Hoje vamos falar sobre a Bruxaria.. O que é visto como "bruxaria", hoje, nem sempre ganhou este nome..
É importante lembrarmos que, antes do Cristianismo, havia várias religiões para distintos povos. Ou seja, os pagãos não eram Bruxos e nem Bruxas. Eles eram o equivalente, na atualidade, os cristãos na Era Cristã.. Ou seja, as pessoas comuns que possuíam uma religião naquele contexto. É claro, como há cargos de poder religioso dentro do Cristianismo, havia também, cargos de poder religioso dentro das religiões antigas.
Não direi que o conceito de bruxaria veio, exclusivamente, da Igreja Católica. Mas, o termo Bruxaria, sim, foi adotado, ampliado e enviesado por esta. A bruxaria, se tornou um nome para aqueles que possuíam um conjunto de práticas e pensamentos que eram considerados hereges, ou seja, que não seguiam as regras e as demandas da Igreja Católica. E, não foi somente este termo que o Cristianismo corrompeu! Outro termo associado às bruxas e que foi alterado de forma negativa, foi o termo "profano". Profano, nada mais era (e ainda é, dentro do Ocultismo), alguém que não está inserido nos conhecimentos sagrados. Ou seja, são as pessoas comuns que estão ignorantes do conhecimento que os sacerdotes possuem. Mas, a Igreja vulgarizou este termo como algo CONTRÁRIO ao sagrado.. Então, as bruxas seriam "profanas", não por estarem DE FORA daquele conhecimento, mas, por estarem CONTRA a Igreja, perceberam?

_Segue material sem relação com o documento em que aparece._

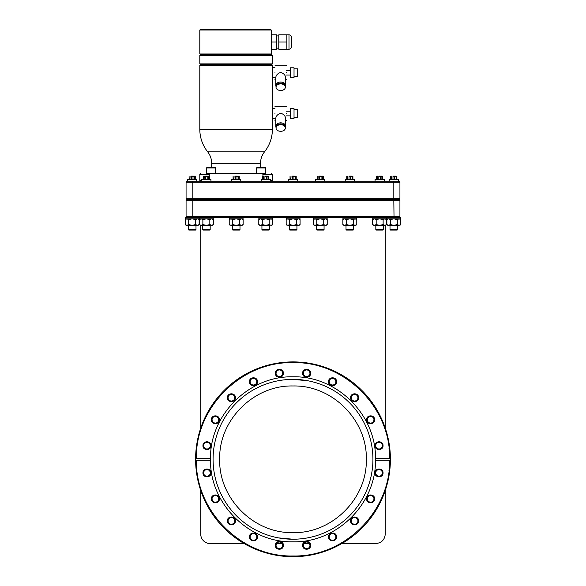 <?xml version="1.0" encoding="UTF-8"?>
<svg xmlns="http://www.w3.org/2000/svg" width="586" height="586" viewBox="0 0 586 586"><rect width="100%" height="100%" fill="white"/><g stroke="black" fill="none" stroke-linecap="round" stroke-linejoin="round"><path stroke-width="0.88" d="M390.393 458.347L390.401 459.299A97.401 97.401 0 0 0 293 361.899A97.401 97.401 0 0 0 195.599 459.299L195.607 458.347L196.339 458.347C195.541 407.028 241.696 361.328 293 362.631C344.304 361.328 390.459 407.028 389.661 458.347L390.393 458.347L389.661 458.347L388.987 447.843M386.943 217.377L386.943 218.842L400.699 218.842L400.699 217.377L187.044 217.377L186.07 216.402L187.762 216.402M399.894 216.432L398.956 217.377L399.93 216.402L186.07 216.402L187.044 217.377L185.301 217.377L185.301 218.842L199.057 218.842L199.057 217.377M199.474 217.377L199.474 218.842L213.238 218.842L213.238 217.377M229.294 217.377L229.294 218.842L243.051 218.842L243.051 217.377M258.865 217.377L258.865 218.842L272.629 218.842L272.629 217.377M286.239 217.377L286.239 218.842L300.003 218.842L300.003 217.377M313.371 217.377L313.371 218.842L327.135 218.842L327.135 217.377M342.949 217.377L342.949 218.842L356.706 218.842L356.706 217.377M372.762 217.377L372.762 218.842L386.526 218.842L386.526 217.377M282.694 545.339A3.326 3.326 0 0 1 279.375 548.664A3.326 3.326 0 0 1 276.05 545.339C275.845 549.624 282.899 549.624 282.694 545.339L282.174 543.552L276.57 543.552L276.05 545.339A3.326 3.326 0 0 1 279.375 542.013A3.326 3.326 0 0 1 282.694 545.339M309.95 545.339A3.326 3.326 0 0 1 306.625 548.664A3.326 3.326 0 0 1 303.306 545.339C303.101 549.624 310.155 549.624 309.95 545.339L309.43 543.552L303.826 543.552L303.306 545.339A3.326 3.326 0 0 1 306.625 542.013A3.326 3.326 0 0 1 309.95 545.339M275.361 545.339C275.12 550.51 283.631 550.51 283.382 545.339C283.631 540.167 275.12 540.167 275.361 545.339M302.618 545.339C302.369 550.51 310.88 550.51 310.639 545.339C310.88 540.167 302.369 540.167 302.618 545.339M198.2 218.842L199.137 219.574L199.137 224.585L199.137 219.574L197.394 218.842L195.658 219.574L195.658 224.585L197.394 225.324L199.137 224.585L197.394 225.324C198.471 225.324 198.471 225.324 197.394 225.324L192.179 225.324L195.658 224.585M212.381 218.842L213.311 219.574L211.575 218.842L209.832 219.574L209.832 224.585L211.575 225.324L213.311 224.585L213.311 219.574M299.146 218.842L300.076 219.574L298.34 218.842L296.604 219.574L296.604 224.585L298.34 225.324L300.076 224.585L300.076 219.574M355.849 218.842L356.786 219.574L355.043 218.842L353.307 219.574L353.307 224.585L355.043 225.324L356.786 224.585L356.786 219.574M385.669 218.842L386.599 219.574L384.863 218.842L383.127 219.574L383.127 224.585L384.863 225.324L386.599 224.585L386.599 219.574M390.393 460.252L389.661 460.252L390.393 460.252A97.401 97.401 0 0 0 390.401 459.299L390.393 460.252A97.401 97.401 0 0 1 293 556.7A97.401 97.401 0 0 1 195.607 460.252L210.513 460.252C209.913 503.997 249.27 542.9 293 541.794C336.73 542.9 376.087 503.997 375.487 460.252L375.487 459.299A82.487 82.487 0 0 0 375.487 458.67M210.513 460.252L210.513 459.299A82.487 82.487 0 0 0 210.513 459.929M375.487 459.929A82.487 82.487 0 0 0 375.487 459.299L375.487 458.347L389.661 458.347M375.025 445.675C374.784 450.846 383.295 450.846 383.046 445.675C383.295 440.504 374.784 440.504 375.025 445.675M375.714 445.675A3.326 3.326 0 0 0 379.039 449.001A3.326 3.326 0 0 0 382.358 445.675A3.326 3.326 0 0 0 379.039 442.349A3.326 3.326 0 0 0 375.714 445.675M366.609 419.752C366.36 424.923 374.872 424.923 374.622 419.752C374.872 414.58 366.36 414.58 366.609 419.752M367.29 419.752A3.326 3.326 0 0 0 370.616 423.077A3.326 3.326 0 0 0 373.941 419.752A3.326 3.326 0 0 0 370.616 416.426A3.326 3.326 0 0 0 367.29 419.752M302.618 373.26C302.369 378.431 310.88 378.431 310.639 373.26C310.88 368.089 302.369 368.089 302.618 373.26M303.306 373.26A3.326 3.326 0 0 0 306.625 376.586A3.326 3.326 0 0 0 309.95 373.26A3.326 3.326 0 0 0 306.625 369.942A3.326 3.326 0 0 0 303.306 373.26M275.361 373.26C275.12 378.431 283.631 378.431 283.382 373.26C283.631 368.089 275.12 368.089 275.361 373.26M276.05 373.26A3.326 3.326 0 0 0 279.375 376.586A3.326 3.326 0 0 0 282.694 373.26A3.326 3.326 0 0 0 279.375 369.942A3.326 3.326 0 0 0 276.05 373.26M249.446 381.684C249.197 386.855 257.708 386.855 257.459 381.684C257.708 376.512 249.197 376.512 249.446 381.684M250.127 381.684A3.326 3.326 0 0 0 253.452 385.009A3.326 3.326 0 0 0 256.778 381.684A3.326 3.326 0 0 0 253.452 378.358A3.326 3.326 0 0 0 250.127 381.684M227.397 397.704C227.148 402.875 235.66 402.875 235.411 397.704C235.66 392.532 227.148 392.532 227.397 397.704M228.079 397.704A3.326 3.326 0 0 0 231.404 401.029A3.326 3.326 0 0 0 234.73 397.704A3.326 3.326 0 0 0 231.404 394.378A3.326 3.326 0 0 0 228.079 397.704M211.378 419.752C211.128 424.923 219.64 424.923 219.391 419.752C219.64 414.58 211.128 414.58 211.378 419.752M212.059 419.752A3.326 3.326 0 0 0 215.384 423.077A3.326 3.326 0 0 0 218.71 419.752A3.326 3.326 0 0 0 215.384 416.426A3.326 3.326 0 0 0 212.059 419.752M202.954 445.675C202.705 450.846 211.216 450.846 210.975 445.675C211.216 440.504 202.705 440.504 202.954 445.675M203.642 445.675A3.326 3.326 0 0 0 206.961 449.001A3.326 3.326 0 0 0 210.286 445.675A3.326 3.326 0 0 0 206.961 442.349A3.326 3.326 0 0 0 203.642 445.675M202.954 472.924C202.705 478.095 211.216 478.095 210.975 472.924C211.216 467.76 202.705 467.76 202.954 472.924M203.642 472.924A3.326 3.326 0 0 0 206.961 476.25A3.326 3.326 0 0 0 210.286 472.924A3.326 3.326 0 0 0 206.961 469.606A3.326 3.326 0 0 0 203.642 472.924M211.378 498.847C211.128 504.019 219.64 504.019 219.391 498.847C219.64 493.676 211.128 493.676 211.378 498.847M212.059 498.847A3.326 3.326 0 0 0 215.384 502.173A3.326 3.326 0 0 0 218.71 498.847A3.326 3.326 0 0 0 215.384 495.522A3.326 3.326 0 0 0 212.059 498.847M227.397 520.895C227.148 526.067 235.66 526.067 235.411 520.895C235.66 515.724 227.148 515.724 227.397 520.895M228.079 520.895A3.326 3.326 0 0 0 231.404 524.221A3.326 3.326 0 0 0 234.73 520.895A3.326 3.326 0 0 0 231.404 517.57A3.326 3.326 0 0 0 228.079 520.895M249.446 536.915C249.197 542.087 257.708 542.087 257.459 536.915C257.708 531.744 249.197 531.744 249.446 536.915M250.127 536.915A3.326 3.326 0 0 0 253.452 540.241A3.326 3.326 0 0 0 256.778 536.915A3.326 3.326 0 0 0 253.452 533.59A3.326 3.326 0 0 0 250.127 536.915M366.609 498.847C366.36 504.019 374.872 504.019 374.622 498.847C374.872 493.676 366.36 493.676 366.609 498.847M367.29 498.847A3.326 3.326 0 0 0 370.616 502.173A3.326 3.326 0 0 0 373.941 498.847A3.326 3.326 0 0 0 370.616 495.522A3.326 3.326 0 0 0 367.29 498.847M375.025 472.924C374.784 478.095 383.295 478.095 383.046 472.924C383.295 467.76 374.784 467.76 375.025 472.924M375.714 472.924A3.326 3.326 0 0 0 379.039 476.25A3.326 3.326 0 0 0 382.358 472.924A3.326 3.326 0 0 0 379.039 469.606A3.326 3.326 0 0 0 375.714 472.924M213.077 459.299A79.923 79.923 0 0 1 293 379.376A79.923 79.923 0 0 1 372.923 459.299A79.923 79.923 0 0 1 293 539.223A79.923 79.923 0 0 1 213.077 459.299M351.27 397.704A3.326 3.326 0 0 0 354.596 401.029A3.326 3.326 0 0 0 357.921 397.704A3.326 3.326 0 0 0 354.596 394.378A3.326 3.326 0 0 0 351.27 397.704M329.222 381.684A3.326 3.326 0 0 0 332.548 385.009A3.326 3.326 0 0 0 335.873 381.684A3.326 3.326 0 0 0 332.548 378.358A3.326 3.326 0 0 0 329.222 381.684M329.222 536.915A3.326 3.326 0 0 0 332.548 540.241A3.326 3.326 0 0 0 335.873 536.915A3.326 3.326 0 0 0 332.548 533.59A3.326 3.326 0 0 0 329.222 536.915M351.27 520.895A3.326 3.326 0 0 0 354.596 524.221A3.326 3.326 0 0 0 357.921 520.895A3.326 3.326 0 0 0 354.596 517.57A3.326 3.326 0 0 0 351.27 520.895M186.15 225.324L185.22 224.585L186.963 225.324L188.699 224.585L192.179 225.324L186.15 225.324M186.114 225.141L185.22 224.585L186.114 225.141M384.863 225.324C385.932 225.324 385.932 225.324 384.863 225.324L373.619 225.324L372.689 224.585L374.425 225.324L376.168 224.585L379.647 225.324L383.127 224.585M373.582 225.141L372.689 224.585L372.689 219.574L374.425 218.842L376.168 219.574L379.647 218.842L383.127 219.574M214.41 473.847L214.491 474.257M216.161 481.289L216.271 481.663M263.466 533.568L263.942 533.758M271.01 536.139L271.391 536.249M278.394 537.875L293 539.223M307.54 537.889L307.958 537.816M314.99 536.139L315.356 536.036M359.775 503.22L360.104 502.722M369.803 481.428L369.949 480.908M397.638 225.324L397.638 229.602L393.821 229.602L397.638 229.602L397.147 230.086L390.496 230.086L397.147 230.086L390.496 230.086L390.005 229.602L393.821 229.602L390.005 229.602L390.005 225.324M195.995 229.602L195.504 230.086L192.179 230.086L195.504 230.086L192.179 230.086L195.504 230.086L195.995 229.602L192.179 229.602L195.995 229.602L195.995 225.324M210.169 225.324L210.169 229.602L206.353 229.602L210.169 229.602L209.678 230.086L203.027 230.086L209.678 230.086M239.989 225.324L239.989 229.602L236.173 229.602L239.989 229.602L239.498 230.086L232.847 230.086L239.498 230.086M269.069 230.086L265.751 230.086L269.069 230.086L269.56 229.602L265.751 229.602L269.56 229.602L269.56 225.324M296.443 230.086L293.125 230.086L296.443 230.086L296.934 229.602L293.125 229.602L296.934 229.602L296.934 225.324M323.575 230.086L320.249 230.086L323.575 230.086L324.065 229.602L320.249 229.602L324.065 229.602L324.065 225.324M353.153 230.086L349.827 230.086L353.153 230.086L353.636 229.602L349.827 229.602L353.636 229.602L353.636 225.324M383.456 225.324L383.456 229.602L379.647 229.602L383.456 229.602L382.973 230.086L376.322 230.086L382.973 230.086M219.677 459.299C218.666 498.481 253.819 533.634 293 532.623C332.181 533.634 367.334 498.481 366.323 459.299C367.334 420.118 332.181 384.965 293 385.976C253.819 384.965 218.666 420.118 219.677 459.299M196.764 179.397L196.764 181.206L196.764 179.397L187.593 179.397L187.593 181.206L187.593 179.397M399.93 216.402L399.93 200.266L398.956 199.291L399.93 198.31L399.93 182.18L398.407 181.206L398.407 179.397L389.236 179.397L389.236 181.206L389.236 179.397M210.938 181.206L210.938 179.397L201.774 179.397L201.774 181.206M240.758 181.206L240.758 179.397L231.587 179.397L231.587 181.206M270.329 181.206L270.329 179.397L261.166 179.397L261.166 181.206M297.703 181.206L297.703 179.397L288.539 179.397L288.539 181.206M324.834 181.206L324.834 179.397L315.671 179.397L315.671 181.206M354.413 181.206L354.413 179.397L345.242 179.397L345.242 181.206M384.226 181.206L384.226 179.397L375.062 179.397L375.062 181.206M390.496 230.086L397.147 230.086M203.027 230.086L202.544 229.602L206.353 229.602L202.544 229.602L202.544 225.324M232.847 230.086L232.364 229.602L236.173 229.602L232.364 229.602L232.364 225.324M376.322 230.086L375.831 229.602L379.647 229.602L375.831 229.602L375.831 225.324M209.268 176.196L209.268 174.313L210.271 173.581L265.707 173.581L265.707 167.955L265.224 167.471L260.543 167.471L265.224 167.471L265.707 167.955L256.543 167.955L256.543 173.581M215.655 173.581L215.655 167.955L206.492 167.955L206.492 173.581L206.492 167.955L206.983 167.471L215.165 167.471L206.983 167.471M207.678 151.84L264.52 151.84A36.295 36.295 0 0 0 272.395 129.257L199.804 129.257A36.295 36.295 0 0 0 207.678 151.84C210.293 155.187 211.619 158.989 211.656 163.238L260.543 163.238C260.58 158.989 261.905 155.187 264.52 151.84M219.633 151.84L217.692 151.84M217.369 151.84L211.766 151.84M211.465 151.84L210.879 151.84M210.557 151.84L210.022 151.84M272.395 129.257L272.395 65.354L199.804 65.354L200.537 64.621L199.804 63.881L199.804 55.45L200.537 54.718L236.099 54.718L200.537 54.718M272.395 65.354L271.662 64.621L200.537 64.621M271.662 64.621L272.395 63.881L199.804 63.881M274.959 72.686C274.959 63.808 274.959 63.808 274.959 72.686C274.959 81.557 274.959 81.557 274.959 72.686M285.631 85.475L285.631 77.55C285.323 75.279 283.939 73.653 281.47 72.686L279.94 72.686C277.361 73.785 275.977 75.411 275.779 77.55L275.779 85.475C276.072 83.359 277.713 82.194 280.709 81.989C283.697 82.194 285.338 83.359 285.631 85.475L285.411 86.501M286.451 72.686C286.451 63.808 286.451 63.808 286.451 72.686C286.451 81.557 286.451 81.557 286.451 72.686M236.099 54.718L271.662 54.718L272.395 55.45L199.804 55.45M274.959 113.501C274.959 104.623 274.959 104.623 274.959 113.501C274.959 122.379 274.959 122.379 274.959 113.501M285.631 126.29L285.631 118.365C285.323 116.094 283.939 114.475 281.47 113.501L279.94 113.501C277.361 114.6 275.977 116.226 275.779 118.365L275.779 126.29C276.072 124.173 277.713 123.016 280.709 122.811C283.697 123.016 285.338 124.173 285.631 126.29L285.411 127.316M286.451 113.501C286.451 104.623 286.451 104.623 286.451 113.501C286.451 122.379 286.451 122.379 286.451 113.501M236.099 53.985L199.804 53.985L271.223 53.985L271.223 30.033L199.804 30.033L236.099 30.033M290.48 67.793L290.48 77.572L294.026 77.572L294.026 67.793L290.48 67.793M271.223 30.033L270.49 29.3L200.537 29.3L236.099 29.3M290.48 108.615L290.48 118.387L294.026 118.387L294.026 108.615L290.48 108.615M285.411 87.204C285.133 89.219 283.565 90.332 280.709 90.53C277.852 90.332 276.277 89.219 275.999 87.204C276.277 85.182 277.852 84.069 280.709 83.871C283.565 84.069 285.133 85.182 285.411 87.204L285.411 86.34C285.118 84.333 283.551 83.219 280.709 83.007C277.867 83.219 276.299 84.325 275.999 86.34L275.999 87.204M285.411 128.019C285.133 130.041 283.565 131.147 280.709 131.345C277.852 131.147 276.277 130.041 275.999 128.019C276.277 125.997 277.852 124.891 280.709 124.693C283.565 124.891 285.133 125.997 285.411 128.019L285.411 127.155C285.118 125.148 283.551 124.042 280.709 123.829C277.867 124.034 276.299 125.148 275.999 127.155L275.999 128.019M294.026 76.532L297.695 76.532L297.695 68.833L294.026 68.833M294.026 117.354L297.695 117.354L297.695 109.648L294.026 109.648M291.432 42.031C291.432 35.885 291.432 35.885 291.432 42.031C291.432 48.184 291.432 48.184 291.432 42.031L291.432 37.27C291.293 35.783 290.473 34.97 288.993 34.823L288.993 49.246C290.466 49.114 291.279 48.301 291.432 46.799L291.432 42.031M200.734 225.324L200.734 428.102M385.266 428.102L385.266 225.324M244.128 543.552L210.14 543.552A9.413 9.413 0 0 1 200.734 534.139L200.734 490.504M385.266 490.504L385.266 534.139C384.672 539.816 381.537 542.951 375.86 543.552L341.872 543.552M195.607 460.252L195.599 459.299A97.401 97.401 0 0 0 195.607 460.252L196.339 460.252C195.541 511.571 241.696 557.271 293 555.968C344.304 557.271 390.459 511.571 389.661 460.252L388.987 470.763M393.821 199.313L398.956 199.291L399.93 200.266L393.821 200.266L394.012 216.402M195.607 458.347L210.513 458.347L210.513 459.299M304.405 542.863L303.826 543.552M399.886 198.361L393.821 198.31L393.821 200.266L398.15 200.266M187.044 217.377L186.07 216.402L186.07 200.266L192.179 200.266L186.07 200.266L187.044 199.291L186.07 198.317L187.754 198.317M393.821 200.266L192.179 200.266L192.179 199.291L187.044 199.291L186.07 200.266L187.044 199.291L186.07 198.317L186.07 182.18L192.179 182.18L186.07 182.18L187.044 181.206L186.07 182.18L187.044 181.206L393.821 181.206L393.821 182.18L398.15 182.18M375.487 460.252L389.661 460.252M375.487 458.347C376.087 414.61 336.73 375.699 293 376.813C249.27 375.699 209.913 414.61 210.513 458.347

Assim, depois das perseguições da Igreja Católica, até a atualidade, as "bruxas" caíram em duas vias do imaginário popular: a mulher (ou homem) que é feia, má e perversa. Ou, a pessoa boazinha que ama a natureza, dança com duendes e abraça as árvores... Quando, na verdade, essas pessoas, eram apenas pessoas, como um cristão hoje, é a apenas uma pessoa.. Não tem poderes mágicos, não tem nada de fantasioso.. Essas pessoas seguiam suas vidas com suas crenças, como nós.
Agora, é importante relembrar que, naquele tempo, tudo era agrário (as pessoas viviam entre florestas e matas). Assim, havia diferentes tipos de divisões de status dentro daquelas religiões e vilas, como é o caso das curandeiras, que eram as mulheres que possuíam conhecimentos sobre a fauna e flora local. E, digo mulheres, pois era muito comum que as curandeiras fossem as parteiras das vilas! Havia, obviamente, curandeiros homens. Mas, grande parte, eram mulheres que faziam todo o trabalho da vila desde partos até curas para ferimentos de guerra.
Assim, eu não preciso dizer que não existe absolutamente nada como "bruxa hereditária". É como dizer que existe "padeiro hereditário" ou "farmaceutico hereditário". O que acontecia antigamente, é que não havendo universidades como hoje para dar um papel para várias pessoas, atestando as competências. Assim, as pessoas ensinavam aos seus descendentes, os oficios da família. Então, uma curandeira ensinava às filhas a ser curandeiras, também!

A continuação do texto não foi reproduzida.